4. Missverständnis oder skrupellose Machtpolitik?: Hier erfolgt die kritische Diskussion der Intentionen hinter der Politik des Antiochos IV. unter Abwägung von außenpolitischen Faktoren und fiskalischen Interessen.

5. Fazit: Das Fazit fasst die Ergebnisse zusammen und resümiert, dass das Religionsedikt als unglückliche Machtpolitik in einem komplexen Gefüge aus fiskalischen Zwängen und mangelnder Kenntnis lokaler Gegebenheiten zu bewerten ist.

Schlüsselwörter

Antiochos IV. Epiphanes, Seleukiden, Judäa, Judentum, Hellenisierung, Hohepriester, Menelaos, Religionsedikt, Tempelstaat, Fiskalpolitik, Machtkampf, Onias III., Jason, Makkabäer, Theokratie

Häufig gestellte Fragen

Worum geht es in dieser Arbeit grundsätzlich?

Die Arbeit analysiert die historischen Zusammenhänge, die 168 v. Chr. zum Religionsverbot durch den Seleukidenkönig Antiochos IV. Epiphanes im jüdischen Tempelstaat führten.

Was sind die zentralen Themenfelder?

Die zentralen Themen sind das Spannungsfeld zwischen jüdischer Tradition und Hellenisierung, der Machtkampf innerhalb der jüdischen Aristokratie um das Hohepriesteramt sowie die Auswirkungen der seleukidischen Fiskalpolitik auf Judäa.

Was ist das primäre Ziel oder die Forschungsfrage?

Die Forschungsfrage zielt darauf ab zu klären, ob das Religionsedikt aus Sicht des Herrschers ein durch unglückliche Umstände entstandenes Missverständnis war oder eine kalkulierte, skrupellose Strategie zur finanziellen Ausbeutung.

Welche wissenschaftliche Methode wird verwendet?

Die Arbeit stützt sich auf eine fundierte historische Analyse literarischer Quellen, insbesondere der Makkabäerbücher und der Schriften von Josephus, ergänzt durch relevante moderne Forschungsliteratur.

Was wird im Hauptteil behandelt?

Der Hauptteil befasst sich mit der Historie Koilesyriens, dem innerjüdischen Machtkampf der Priestergeschlechter, der Rolle der Seleukidenherrscher und der schrittweisen Eskalation zum Religionsedikt.

Welche Schlüsselwörter charakterisieren die Arbeit?

Wichtige Begriffe sind Antiochos IV. Epiphanes, Hellenisierung, Hohenpriestertum, Menelaos, Religionsedikt, Fiskalpolitik und der jüdische Tempelstaat.

Warum war das Amt des Hohenpriesters so umkämpft?

Das Hohepriesteramt war das höchste religiöse und politische Amt im jüdischen Tempelstaat; wer es innehatte, kontrollierte die wichtigste Person des Volkes und hatte weitreichende Befugnisse in religiösen und administrativen Fragen.

Welche Rolle spielten die finanziellen Forderungen der Seleukiden?

Die hohen Reparationszahlungen an das Römische Reich setzten die Seleukidenkönige unter enormen finanziellen Druck, was sie dazu veranlasste, Ämter gegen Tributzahlungen zu verkaufen und massiv in die jüdische Tempelverwaltung einzugreifen.

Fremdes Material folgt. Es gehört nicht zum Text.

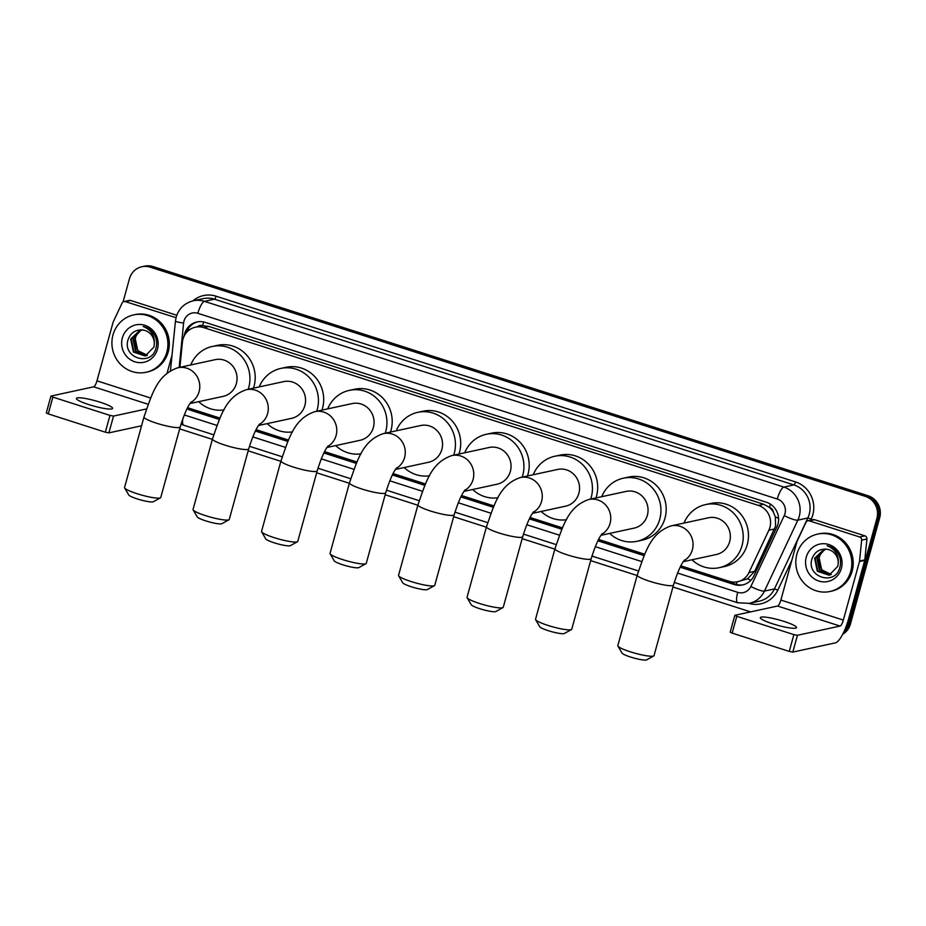 <?xml version="1.0" encoding="UTF-8"?>
<svg xmlns="http://www.w3.org/2000/svg" width="926" height="926" viewBox="0 0 926 926"><rect width="100%" height="100%" fill="white"/><g stroke="black" fill="none" stroke-linecap="round" stroke-linejoin="round"><path stroke-width="1.39" d="M680.841 565.832L729.225 581.331A17.606 16.761 -102.2 0 0 737.571 581.748L747.595 578.796L754.655 571.319L775.594 526.153L775.328 516.835L773.453 512.344A5.869 5.591 -102.2 0 0 769.437 507.344A17.606 4.723 -72.2 0 1 770.409 504.138M737.571 581.748A17.606 16.761 -102.2 0 0 748.949 572.557L768.881 530.216A17.606 16.761 -102.2 0 0 769.934 527.38A17.606 16.761 -102.2 0 0 758.406 505.411L203.755 327.619A17.606 16.761 -102.2 0 0 195.398 327.202A17.606 16.761 -102.2 0 0 182.41 342.226L179.899 367.309M769.437 507.344L769.147 507.251A17.606 16.761 77.8 0 1 773.453 512.344M195.398 327.202L200.653 326.068A17.606 16.761 77.8 0 1 202.91 325.744L202.62 325.651A5.869 5.591 -102.2 0 0 197.377 326.774M769.147 507.251L763.672 504.265L209.021 326.484L202.91 325.744M187.642 407.567A17.606 16.761 -102.2 0 0 189.761 408.412L219.948 418.089M256.074 429.664L288.449 440.047M324.563 451.622L356.95 462.005M393.064 473.58L425.439 483.962M461.565 495.537L493.94 505.92M530.066 517.495L562.441 527.878M598.566 539.453L644.727 554.246M680.159 567.187L734.249 584.526A17.606 16.761 -102.2 0 0 742.606 584.943A17.606 16.761 -102.2 0 0 753.984 575.752L776.902 527.056A17.606 16.761 -102.2 0 0 777.956 524.22A17.606 16.761 -102.2 0 0 766.415 502.251L205.294 322.387A17.606 16.761 -102.2 0 0 196.949 321.97A17.606 16.761 -102.2 0 0 184.031 336.37M123.054 301.945L129.443 278.772A17.606 16.761 77.8 0 1 141.863 266.746A17.606 16.761 77.8 0 1 150.22 267.163L865.359 496.394A17.606 16.761 77.8 0 1 876.899 518.363L847.603 624.714A17.606 16.761 77.8 0 1 844.153 631.3M750.581 611.889L672.936 586.991M637.134 575.521L590.661 560.624M554.848 549.141L522.16 538.666M486.358 527.183L453.659 516.708M417.858 505.237L385.158 494.75M349.357 483.279L316.657 472.792M280.856 461.322L248.168 450.835M212.355 439.364L179.667 428.877M141.863 266.746L144.676 266.144A17.606 16.761 77.8 0 1 153.033 266.561L868.171 495.792A17.606 16.761 77.8 0 1 879.7 517.761L850.404 624.101L849.003 624.402A17.606 16.761 77.8 0 1 843.204 633.28A17.606 16.761 77.8 0 0 849.003 624.402L878.299 518.062L849.003 624.402L847.603 624.714M868.171 495.792L866.771 496.093A17.606 16.761 77.8 0 1 878.299 518.062A17.606 16.761 77.8 0 0 866.771 496.093L151.621 266.862L866.771 496.093L865.359 496.394M143.275 266.445A17.606 16.761 77.8 0 1 151.621 266.862A17.606 16.761 77.8 0 0 143.275 266.445M187.075 408.667A17.606 16.761 -102.2 0 0 190.606 410.264L219.335 419.478M255.379 431.03L287.836 441.436M323.88 452.988L356.336 463.394M392.369 474.945L424.826 485.351M460.87 496.903L493.326 507.298M529.371 518.861L561.827 529.255M597.872 540.807L644.114 555.635M186.126 333.013A17.606 16.761 77.8 0 1 197.643 321.831M219.624 418.818L192.006 409.963A17.606 16.761 77.8 0 1 187.55 407.764M743.3 584.781A17.606 16.761 77.8 0 1 735.649 584.225L680.483 566.538M644.403 554.975L598.196 540.159M562.117 528.596L529.695 518.201M493.616 506.638L461.194 496.255M425.115 484.68L392.693 474.297M356.626 462.734L324.204 452.339M288.125 440.776L255.703 430.382M850.404 624.101A17.606 16.761 77.8 0 1 842.683 634.298M796.892 554.165A29.343 27.942 77.8 0 1 817.6 534.117A29.343 27.942 77.8 0 1 850.739 571.423A29.343 27.942 77.8 0 1 830.032 591.482A29.343 27.942 77.8 0 1 796.892 554.165M817.6 534.117L819.001 533.816A29.343 27.942 77.8 0 1 852.14 571.122A29.343 27.942 77.8 0 1 831.432 591.17L830.032 591.482M841.364 568.425A19.133 18.219 77.8 0 1 818.792 581.042A19.133 18.219 77.8 0 1 806.257 557.174A19.133 18.219 77.8 0 1 828.839 544.546A19.133 18.219 77.8 0 1 841.364 568.425M812.183 558.285C805.319 577.187 835.414 586.424 839.813 567.522C841.248 562.476 840.611 557.649 837.88 553.053C835.194 549.13 831.617 546.687 827.149 545.727C835.055 549.049 838.748 554.801 838.227 562.973A13.265 12.628 77.8 0 0 826.073 549.199C819.406 548.921 814.776 551.954 812.183 558.285M824.337 549.118L815.158 558.135L817.855 571.122L829.117 575.22M824.267 549.13L814.602 558.251L817.299 571.238L829.094 575.22L837.822 566.295L838.227 562.973M825.089 549.13L817.38 557.649L820.077 570.636L830.217 574.896M824.869 549.118L816.825 557.776L819.522 570.763L829.939 574.988M831.282 574.456L822.3 570.15L819.961 566.261A13.265 12.628 77.8 0 1 819.36 557.221A13.265 12.628 77.8 0 1 825.842 549.176M826.189 549.014C822.601 550.773 820.228 553.54 819.047 557.29L821.744 570.277L831.016 574.571M772.793 623.846A18.786 2.766 15.4 0 0 796.522 627.62A18.786 2.766 15.4 0 0 784.021 621.415A18.786 2.766 15.4 0 0 760.304 617.642A18.786 2.766 15.4 0 0 772.793 623.846M809.289 520.84A2.94 2.79 -102.2 0 0 807.9 520.771L813.155 519.625A2.94 2.79 77.8 0 1 814.544 519.706L809.289 520.84L859.641 536.976L864.907 535.841A2.94 2.79 77.8 0 1 866.921 539.001L864.815 559.917A2.94 2.79 77.8 0 1 864.722 560.415L848.61 618.938A23.474 6.285 -72.2 0 1 835.426 642.852L792.818 652.089L789.241 651.406L793.871 634.623L797.436 635.294L840.044 626.057A5.869 1.574 107.8 0 0 843.343 620.084L859.467 561.55A2.94 2.79 -102.2 0 0 859.559 561.052L861.655 540.147A2.94 2.79 -102.2 0 0 859.641 536.976M814.544 519.706L864.907 535.841M807.9 520.771A2.94 2.79 -102.2 0 0 806.002 522.299L797.17 541.062A2.94 2.79 -102.2 0 0 796.997 541.536L780.873 600.06A5.869 1.574 107.8 0 1 777.585 606.032L734.966 615.269L736.783 616.322L732.165 633.118L789.241 651.406M732.165 633.118L730.209 632.145L734.839 615.35M736.783 616.322L793.871 634.623M653.733 655.932L646.637 659.856A12.918 1.898 -164.6 0 1 630.537 657.032A12.918 1.898 -164.6 0 1 622.006 653.085L617.92 646.07A18.786 2.766 15.4 0 0 630.328 651.811A18.786 2.766 15.4 0 0 653.733 655.932A18.786 2.766 15.4 0 0 654.045 655.585L673.468 585.07A18.786 2.766 -164.6 0 1 649.751 581.296A18.786 2.766 -164.6 0 1 637.25 575.092L617.827 645.619A18.786 2.766 15.4 0 0 617.92 646.07M683.284 561.665L716.4 554.489A18.786 17.883 -102.2 0 0 729.653 541.664A18.786 17.883 -102.2 0 0 708.436 517.773L671.153 525.864C650.202 532.982 645.272 552.347 637.25 575.092M684.001 523.074A32.283 30.732 77.8 0 1 705.577 504.589A32.283 30.732 77.8 0 1 742.039 545.634A32.283 30.732 77.8 0 1 719.259 567.684A32.283 30.732 77.8 0 1 691.965 559.79M705.577 504.589L710.844 503.443A32.283 30.732 77.8 0 1 747.294 544.488A32.283 30.732 77.8 0 1 724.514 566.538L719.259 567.684M571.446 629.553L564.351 633.488A12.918 1.898 -164.6 0 1 548.25 630.664A12.918 1.898 -164.6 0 1 539.731 626.705L535.633 619.691A18.786 2.766 15.4 0 0 548.042 625.444A18.786 2.766 15.4 0 0 571.446 629.553A18.786 2.766 15.4 0 0 571.759 629.217L591.182 558.691A18.786 2.766 -164.6 0 1 567.464 554.917A18.786 2.766 -164.6 0 1 554.975 548.713L535.541 619.239A18.786 2.766 15.4 0 0 535.633 619.691M600.997 535.286L634.113 528.121A18.786 17.883 -102.2 0 0 647.367 515.284A18.786 17.883 -102.2 0 0 626.15 491.405L588.867 499.484C567.916 506.603 562.985 525.968 554.975 548.713M601.726 496.695A32.283 30.732 77.8 0 1 623.291 478.21A32.283 30.732 77.8 0 1 659.752 519.255A32.283 30.732 77.8 0 1 636.972 541.305A32.283 30.732 77.8 0 1 609.678 533.411M623.291 478.21L628.557 477.064A32.283 30.732 77.8 0 1 665.007 518.109A32.283 30.732 77.8 0 1 642.227 540.171L636.972 541.305M502.957 607.595L495.85 611.53A12.918 1.898 -164.6 0 1 479.761 608.706A12.918 1.898 -164.6 0 1 471.23 604.747L467.144 597.733A18.786 2.766 15.4 0 0 479.541 603.486A18.786 2.766 15.4 0 0 502.957 607.595A18.786 2.766 15.4 0 0 503.258 607.259L522.692 536.733A18.786 2.766 -164.6 0 1 498.964 532.959A18.786 2.766 -164.6 0 1 486.474 526.755L467.051 597.282A18.786 2.766 15.4 0 0 467.144 597.733M532.508 513.34L565.612 506.163A18.786 17.883 -102.2 0 0 578.866 493.326A18.786 17.883 -102.2 0 0 557.649 469.447L520.377 477.527C499.427 484.657 494.496 504.01 486.474 526.755M533.226 474.737A32.283 30.732 77.8 0 1 554.79 456.252A32.283 30.732 77.8 0 1 591.251 497.297A32.283 30.732 77.8 0 1 590.707 499.091M554.79 456.252L560.056 455.117A32.283 30.732 77.8 0 1 596.506 496.151A32.283 30.732 77.8 0 1 595.962 497.945M566.538 519.706A32.283 30.732 77.8 0 1 541.178 511.453M434.456 585.637L427.349 589.573A12.918 1.898 -164.6 0 1 411.26 586.748A12.918 1.898 -164.6 0 1 402.729 582.79L398.643 575.775A18.786 2.766 15.4 0 0 411.04 581.528A18.786 2.766 15.4 0 0 434.456 585.637A18.786 2.766 15.4 0 0 434.769 585.301L454.191 514.775A18.786 2.766 -164.6 0 1 430.474 511.002A18.786 2.766 -164.6 0 1 417.973 504.797L398.55 575.324A18.786 2.766 15.4 0 0 398.643 575.775M464.007 491.382L497.112 484.205A18.786 17.883 -102.2 0 0 510.365 471.369A18.786 17.883 -102.2 0 0 489.16 447.49L451.876 455.569C430.926 462.699 425.995 482.052 417.973 504.797M464.725 452.791A32.283 30.732 77.8 0 1 486.3 434.294A32.283 30.732 77.8 0 1 522.75 475.339A32.283 30.732 77.8 0 1 522.206 477.133M486.3 434.294L491.556 433.16A32.283 30.732 77.8 0 1 528.017 474.205A32.283 30.732 77.8 0 1 527.461 475.987M498.038 497.748A32.283 30.732 77.8 0 1 472.677 489.495M365.955 563.691L358.848 567.615A12.918 1.898 -164.6 0 1 342.759 564.791A12.918 1.898 -164.6 0 1 334.228 560.832L330.142 553.817A18.786 2.766 15.4 0 0 342.551 559.57A18.786 2.766 15.4 0 0 365.955 563.691A18.786 2.766 15.4 0 0 366.268 563.344L385.691 492.817A18.786 2.766 -164.6 0 1 361.973 489.044A18.786 2.766 -164.6 0 1 349.472 482.84L330.05 553.366A18.786 2.766 15.4 0 0 330.142 553.817M395.506 469.424L428.611 462.248A18.786 17.883 -102.2 0 0 441.864 449.411A18.786 17.883 -102.2 0 0 420.659 425.532L383.376 433.611C362.425 440.741 357.494 460.095 349.472 482.84M396.224 430.833A32.283 30.732 77.8 0 1 417.8 412.336A32.283 30.732 77.8 0 1 454.249 453.381A32.283 30.732 77.8 0 1 453.705 455.175M417.8 412.336L423.055 411.202A32.283 30.732 77.8 0 1 459.516 452.247A32.283 30.732 77.8 0 1 458.96 454.029M429.548 475.79A32.283 30.732 77.8 0 1 404.187 467.537M297.454 541.733L290.359 545.657A12.918 1.898 -164.6 0 1 274.258 542.833A12.918 1.898 -164.6 0 1 265.727 538.874L261.641 531.86A18.786 2.766 15.4 0 0 274.05 537.612A18.786 2.766 15.4 0 0 297.454 541.733A18.786 2.766 15.4 0 0 297.767 541.386L317.19 470.859A18.786 2.766 -164.6 0 1 293.473 467.098A18.786 2.766 -164.6 0 1 280.972 460.893L261.549 531.408A18.786 2.766 15.4 0 0 261.641 531.86M327.005 447.466L360.121 440.29A18.786 17.883 -102.2 0 0 373.375 427.453A18.786 17.883 -102.2 0 0 352.158 403.574L314.875 411.653C293.924 418.784 288.993 438.148 280.972 460.893M327.723 408.875A32.283 30.732 77.8 0 1 349.299 390.378A32.283 30.732 77.8 0 1 385.76 431.423A32.283 30.732 77.8 0 1 385.204 433.218M349.299 390.378L354.565 389.244A32.283 30.732 77.8 0 1 391.015 430.289A32.283 30.732 77.8 0 1 390.471 432.072M361.047 453.833A32.283 30.732 77.8 0 1 335.687 445.58M228.954 519.775L221.858 523.699A12.918 1.898 -164.6 0 1 205.757 520.875A12.918 1.898 -164.6 0 1 197.238 516.928L193.14 509.913A18.786 2.766 15.4 0 0 205.549 515.655A18.786 2.766 15.4 0 0 228.954 519.775A18.786 2.766 15.4 0 0 229.266 519.428L248.689 448.913A18.786 2.766 -164.6 0 1 224.972 445.14A18.786 2.766 -164.6 0 1 212.482 438.936L193.048 509.45A18.786 2.766 15.4 0 0 193.14 509.913M258.504 425.509L291.621 418.332A18.786 17.883 -102.2 0 0 304.874 405.495A18.786 17.883 -102.2 0 0 283.657 381.616L246.374 389.696C225.423 396.826 220.492 416.191 212.482 438.936M259.234 386.918A32.283 30.732 77.8 0 1 280.798 368.432A32.283 30.732 77.8 0 1 317.259 409.466A32.283 30.732 77.8 0 1 316.704 411.26M280.798 368.432L286.065 367.286A32.283 30.732 77.8 0 1 322.514 408.331A32.283 30.732 77.8 0 1 321.97 410.125M292.547 431.875A32.283 30.732 77.8 0 1 267.186 423.633M160.464 497.818L153.357 501.753A12.918 1.898 -164.6 0 1 137.268 498.917A12.918 1.898 -164.6 0 1 128.737 494.97L124.651 487.956A18.786 2.766 15.4 0 0 137.048 493.708A18.786 2.766 15.4 0 0 160.464 497.818A18.786 2.766 15.4 0 0 160.765 497.47L180.2 426.955A18.786 2.766 -164.6 0 1 156.471 423.182A18.786 2.766 -164.6 0 1 143.981 416.978L124.559 487.504A18.786 2.766 15.4 0 0 124.651 487.956M190.015 403.551L223.12 396.374A18.786 17.883 -102.2 0 0 236.373 383.549A18.786 17.883 -102.2 0 0 215.156 359.67L177.885 367.749C156.934 374.868 152.003 394.233 143.981 416.978M190.733 364.96A32.283 30.732 77.8 0 1 212.297 346.474A32.283 30.732 77.8 0 1 248.758 387.519A32.283 30.732 77.8 0 1 248.214 389.302M212.297 346.474L217.564 345.329A32.283 30.732 77.8 0 1 254.013 386.373A32.283 30.732 77.8 0 1 253.469 388.168M224.046 409.917A32.283 30.732 77.8 0 1 198.685 401.676M88.884 404.627A18.786 2.766 15.4 0 0 112.613 408.401A18.786 2.766 15.4 0 0 100.112 402.197A18.786 2.766 15.4 0 0 76.395 398.423A18.786 2.766 15.4 0 0 88.884 404.627M125.38 301.621A2.94 2.79 -102.2 0 0 123.991 301.552L129.246 300.406A2.94 2.79 77.8 0 1 130.647 300.475L125.38 301.621L176.033 317.699M130.647 300.475L176.785 315.268M141.551 425.786L108.909 432.859L105.332 432.187L109.962 415.404L113.528 416.075L146.435 408.945M123.991 301.552A2.94 2.79 -102.2 0 0 122.093 303.08L113.261 321.843A2.94 2.79 -102.2 0 0 113.088 322.317L96.964 380.841A5.869 1.574 107.8 0 1 93.676 386.813L51.057 396.05L52.875 397.104L48.256 413.899L105.332 432.187M48.256 413.899L46.3 412.927L50.93 396.131M52.875 397.104L109.962 415.404M167.062 373.19L172.016 355.179M112.984 334.946A29.343 27.942 77.8 0 1 133.691 314.898A29.343 27.942 77.8 0 1 166.83 352.204A29.343 27.942 77.8 0 1 146.123 372.264A29.343 27.942 77.8 0 1 112.984 334.946M133.691 314.898L135.092 314.597A29.343 27.942 77.8 0 1 168.231 351.903A29.343 27.942 77.8 0 1 147.523 371.951L146.123 372.264M157.455 349.206A19.133 18.219 77.8 0 1 134.883 361.823A19.133 18.219 77.8 0 1 122.348 337.955A19.133 18.219 77.8 0 1 144.931 325.327A19.133 18.219 77.8 0 1 157.455 349.206M128.274 339.066C121.41 357.968 151.505 367.205 155.904 348.303C157.339 343.257 156.702 338.43 153.971 333.835C151.285 329.911 147.709 327.468 143.241 326.508C151.146 329.83 154.839 335.582 154.318 343.754A13.265 12.628 77.8 0 0 142.164 329.98C135.497 329.702 130.867 332.735 128.274 339.066M140.428 329.899L131.249 338.916L133.946 351.903L145.208 356.001M140.358 329.911L130.693 339.032L133.39 352.019L145.185 356.001L153.913 347.076L154.318 343.754M141.18 329.911L133.471 338.43L136.168 351.417L146.308 355.677M140.96 329.899L132.916 338.557L135.613 351.544L146.03 355.769M147.373 355.237L138.391 350.931L136.053 347.042A13.265 12.628 77.8 0 1 135.451 338.002A13.265 12.628 77.8 0 1 141.933 329.957M142.28 329.795C138.692 331.554 136.319 334.321 135.138 338.071L137.835 351.058L147.107 355.352M774.587 528.977L768.881 530.216M187.828 329.274A17.606 1.736 5.7 0 0 189.749 329.644M736.402 584.445A17.606 4.723 -72.2 0 1 736.957 581.875M747.595 578.796A17.606 3.368 25.2 0 0 750.893 580.278M191.613 409.836A17.606 4.723 -72.2 0 1 191.763 409.06M775.328 516.835A17.606 3.368 25.2 0 0 778.569 518.352M202.62 325.651A17.606 4.723 -72.2 0 1 203.755 321.982M763.672 504.265L758.406 505.411M754.655 571.319L748.949 572.557M209.021 326.484L203.755 327.619M677.531 573.044L737.721 592.339A11.737 11.181 -102.2 0 0 750.882 586.494L784.264 515.574A11.737 11.181 -102.2 0 0 777.273 499.033L197.84 313.301A11.737 11.181 -102.2 0 0 183.614 323.035L179.158 367.472M197.84 313.301A11.737 3.148 107.8 0 1 204.426 301.344L783.859 487.076A23.474 22.351 77.8 0 1 799.242 516.372A23.474 22.351 77.8 0 1 797.842 520.157L807.831 517.981A23.474 22.351 -102.2 0 0 809.231 514.208A23.474 22.351 -102.2 0 0 793.86 484.911L214.427 299.179A23.474 22.351 -102.2 0 0 203.28 298.623L193.291 300.788A23.474 22.351 77.8 0 1 204.426 301.344L214.427 299.179A2.94 0.787 -72.2 0 0 216.071 296.193L795.503 481.925A2.94 0.787 -72.2 0 1 793.86 484.911L783.859 487.076A11.737 3.148 107.8 0 0 777.273 499.033M193.291 300.788C184.587 303.034 178.88 308.485 176.171 317.167L175.442 321.102A11.737 1.157 5.7 0 0 183.614 323.035M795.503 481.925A26.414 25.152 77.8 0 1 812.808 514.879A26.414 25.152 77.8 0 1 811.234 519.127L810.748 520.157M791.788 560.427L777.852 590.059A26.414 25.152 77.8 0 1 748.891 603.416M192.897 300.881A26.414 25.152 77.8 0 1 216.071 296.193M876.899 518.363L879.7 517.761M150.22 267.163L153.033 266.561M784.264 515.574A11.737 2.246 25.2 0 0 797.842 520.157L764.459 591.077L774.449 588.913L807.831 517.981L811.234 519.127M750.882 586.494A11.737 2.246 25.2 0 0 764.459 591.077A23.474 22.351 77.8 0 1 749.284 603.335L759.285 601.171A23.474 22.351 -102.2 0 0 774.449 588.913L777.852 590.059M184.262 414.929L216.916 425.404M252.752 436.887L285.416 447.362M321.253 458.845L353.906 469.308M389.753 480.802L422.406 491.266M458.254 502.76L490.907 513.224M526.755 524.718L559.408 535.182M595.256 546.676L641.695 561.561M182.908 418.448A11.737 3.148 107.8 0 0 183.661 425.184L213.674 434.803M737.721 592.339A11.737 3.148 107.8 0 0 737.652 602.757L749.284 603.335M735.649 584.225L734.249 584.526M192.006 409.963L190.606 410.264M777.585 606.032L840.044 626.057M780.873 600.06L843.343 620.084M864.722 560.415L859.467 561.55M797.436 635.294L792.818 652.089M859.559 561.052L864.815 559.917M866.921 539.001L861.655 540.147M683.967 560.705A18.786 17.883 -102.2 0 0 692.37 549.743A18.786 17.883 -102.2 0 0 680.066 526.304A18.786 17.883 -102.2 0 0 671.153 525.864M601.692 534.337A18.786 17.883 -102.2 0 0 610.084 523.364A18.786 17.883 -102.2 0 0 597.779 499.924A18.786 17.883 -102.2 0 0 588.867 499.484M533.191 512.379A18.786 17.883 -102.2 0 0 541.583 501.406A18.786 17.883 -102.2 0 0 529.29 477.978A18.786 17.883 -102.2 0 0 520.377 477.527M464.69 490.421A18.786 17.883 -102.2 0 0 473.082 479.448A18.786 17.883 -102.2 0 0 460.789 456.02A18.786 17.883 -102.2 0 0 451.876 455.569M396.189 468.463A18.786 17.883 -102.2 0 0 404.593 457.49A18.786 17.883 -102.2 0 0 392.288 434.062A18.786 17.883 -102.2 0 0 383.376 433.611M327.688 446.506A18.786 17.883 -102.2 0 0 336.092 435.533A18.786 17.883 -102.2 0 0 323.787 412.105A18.786 17.883 -102.2 0 0 314.875 411.653M259.199 424.548A18.786 17.883 -102.2 0 0 267.591 413.586A18.786 17.883 -102.2 0 0 255.287 390.147A18.786 17.883 -102.2 0 0 246.374 389.696M190.698 402.59A18.786 17.883 -102.2 0 0 199.09 391.629A18.786 17.883 -102.2 0 0 186.797 368.189A18.786 17.883 -102.2 0 0 177.885 367.749M93.676 386.813L148.102 404.257M96.964 380.841L150.614 398.03M113.528 416.075L108.909 432.859M181.01 424.154L183.661 425.184M249.453 446.274L282.175 456.761M317.954 468.232L350.676 478.719M386.455 490.19L419.177 500.677M454.955 512.147L487.678 522.634M523.445 534.105L556.167 544.592M591.945 556.063L638.454 570.96M674.232 582.431L737.652 602.757M175.442 321.102L170.453 370.747M673.468 585.07C677.543 572.083 681.235 563.726 684.557 559.999M591.182 558.691C595.256 545.715 598.948 537.358 602.27 533.631M522.692 536.733C526.755 523.757 530.448 515.4 533.77 511.673M454.191 514.775C458.254 501.799 461.958 493.442 465.269 489.715M385.691 492.817C389.765 479.842 393.457 471.484 396.768 467.757M317.19 470.859C321.264 457.884 324.957 449.527 328.279 445.8M248.689 448.913C252.763 435.926 256.456 427.569 259.778 423.842M180.2 426.955C184.262 413.968 187.955 405.623 191.277 401.884"/></g></svg>

Welchen Einfluss hatte der "Tempelraub" auf die Situation?

Die Entweihung und Plünderung des Tempels durch Antiochos IV. zur Deckung finanzieller Bedürfnisse verschärfte das Konfliktpotenzial massiv und zerstörte den Rückhalt der pro-seleukidischen Akteure wie Menelaos in der Bevölkerung.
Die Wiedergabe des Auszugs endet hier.